Everything in the records must be reproduced exactly, except for the pictures.
※
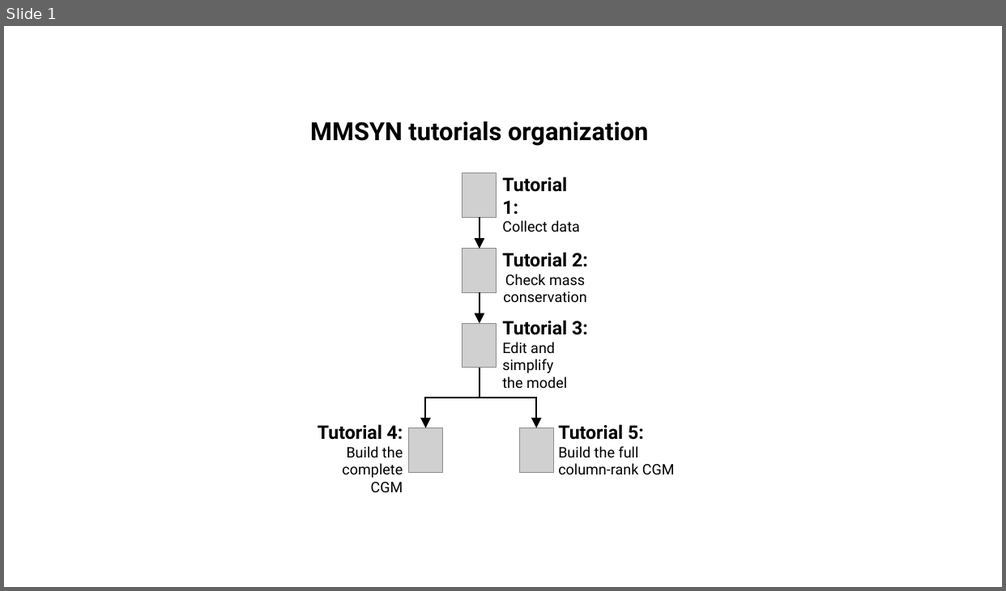
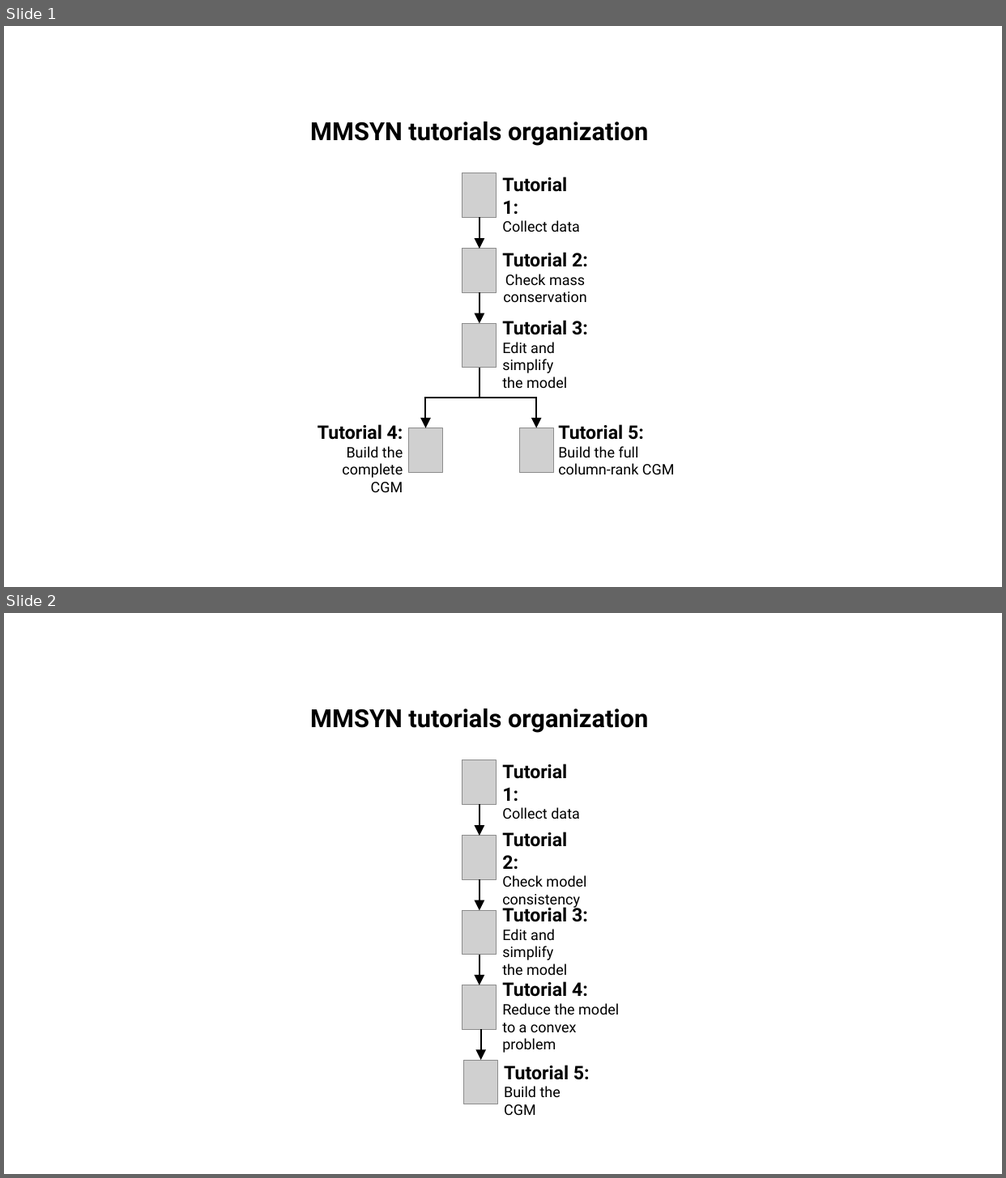
Before and after one commit to charlesrocabert/gbapy, a slide deck: doc/genome_scale_pipeline/tutorial_steps.pptx. Shown one above the other, each under a label of ours: slide 1 before the commit, slides 1 and 2 after it. The pictures are 1006x591 and 1006x1178 pixels, drawn with LibreOffice and Linux fonts; fonts in the diff are those of the drawing; grey boxes stand for pictures. Boxes give left, top, right and bottom in pixels: in the first picture for what was removed or moved away, otherwise in the second. Text is boxed around its words. In the diff, an @@ line names an element or a change of style, - is before the commit and + after.

Commit message:
Re-organized MMSYN tutorial and genome-scale pipeline

```diff
--- a/doc/genome_scale_pipeline/tutorial_steps.pptx
+++ b/doc/genome_scale_pipeline/tutorial_steps.pptx
@@ slide 2 added at <box>4,613,1002,1174</box>, background #FFFFFF @@
@@ text added at <box>310,709,648,733</box>, 24 pt, text #000000, bold @@
+MMSYN tutorials organization
@@ picture added at <box>462,760,496,805</box> @@
@@ text added at <box>502,764,580,819</box>, 14 pt, text #000000 @@
+Tutorial 1:
+Collect data
@@ arrow added from (479, 805) to (479, 836), #000000 1.5 pt @@
@@ picture added at <box>462,836,496,880</box> @@
@@ text added at <box>502,832,586,909</box>, 14 pt, text #000000 @@
+Tutorial 2:
+Check model
+consistency
@@ arrow added from (479, 879) to (479, 911), #000000 1.5 pt @@
@@ picture added at <box>462,911,496,955</box> @@
@@ text added at <box>502,905,588,975</box>, 14 pt, text #000000 @@
+Tutorial 3:
+Edit and simplify
+the model
@@ arrow added from (479, 954) to (479, 986), #000000 1.5 pt @@
@@ picture added at <box>462,986,496,1030</box> @@
@@ text added at <box>502,982,619,1053</box>, 14 pt, text #000000 @@
+Tutorial 4:
+Reduce the model
+to a convex problem
@@ arrow added from (481, 1029) to (481, 1060), #000000 1.5 pt @@
@@ picture added at <box>463,1060,497,1104</box> @@
@@ text added at <box>504,1065,590,1115</box>, 14 pt, text #000000 @@
+Tutorial 5:
+Build the CGM
```
Also in this commit, not shown: 35 other files.
※
→ **TASK RESULT**
Before and after one commit to charlesrocabert/gbapy, a slide deck: doc/genome_scale_pipeline/tutorial_steps.pptx. Shown one above the other, each under a label of ours: slide 1 before the commit, slides 1 and 2 after it. The pictures are 1006x591 and 1006x1178 pixels, drawn with LibreOffice and Linux fonts; fonts in the diff are those of the drawing; grey boxes stand for pictures. Boxes give left, top, right and bottom in pixels: in the first picture for what was removed or moved away, otherwise in the second. Text is boxed around its words. In the diff, an @@ line names an element or a change of style, - is before the commit and + after.

Commit message:
Re-organized MMSYN tutorial and genome-scale pipeline

```diff
--- a/doc/genome_scale_pipeline/tutorial_steps.pptx
+++ b/doc/genome_scale_pipeline/tutorial_steps.pptx
@@ slide 2 added at <box>4,613,1002,1174</box>, background #FFFFFF @@
@@ text added at <box>310,709,648,733</box>, 24 pt, text #000000, bold @@
+MMSYN tutorials organization
@@ picture added at <box>462,760,496,805</box> @@
@@ text added at <box>502,764,580,819</box>, 14 pt, text #000000 @@
+Tutorial 1:
+Collect data
@@ arrow added from (479, 805) to (479, 836), #000000 1.5 pt @@
@@ picture added at <box>462,836,496,880</box> @@
@@ text added at <box>502,832,586,909</box>, 14 pt, text #000000 @@
+Tutorial 2:
+Check model
+consistency
@@ arrow added from (479, 879) to (479, 911), #000000 1.5 pt @@
@@ picture added at <box>462,911,496,955</box> @@
@@ text added at <box>502,905,588,975</box>, 14 pt, text #000000 @@
+Tutorial 3:
+Edit and simplify
+the model
@@ arrow added from (479, 954) to (479, 986), #000000 1.5 pt @@
@@ picture added at <box>462,986,496,1030</box> @@
@@ text added at <box>502,982,619,1053</box>, 14 pt, text #000000 @@
+Tutorial 4:
+Reduce the model
+to a convex problem
@@ arrow added from (481, 1029) to (481, 1060), #000000 1.5 pt @@
@@ picture added at <box>463,1060,497,1104</box> @@
@@ text added at <box>504,1065,590,1115</box>, 14 pt, text #000000 @@
+Tutorial 5:
+Build the CGM
```
Also in this commit, not shown: 35 other files.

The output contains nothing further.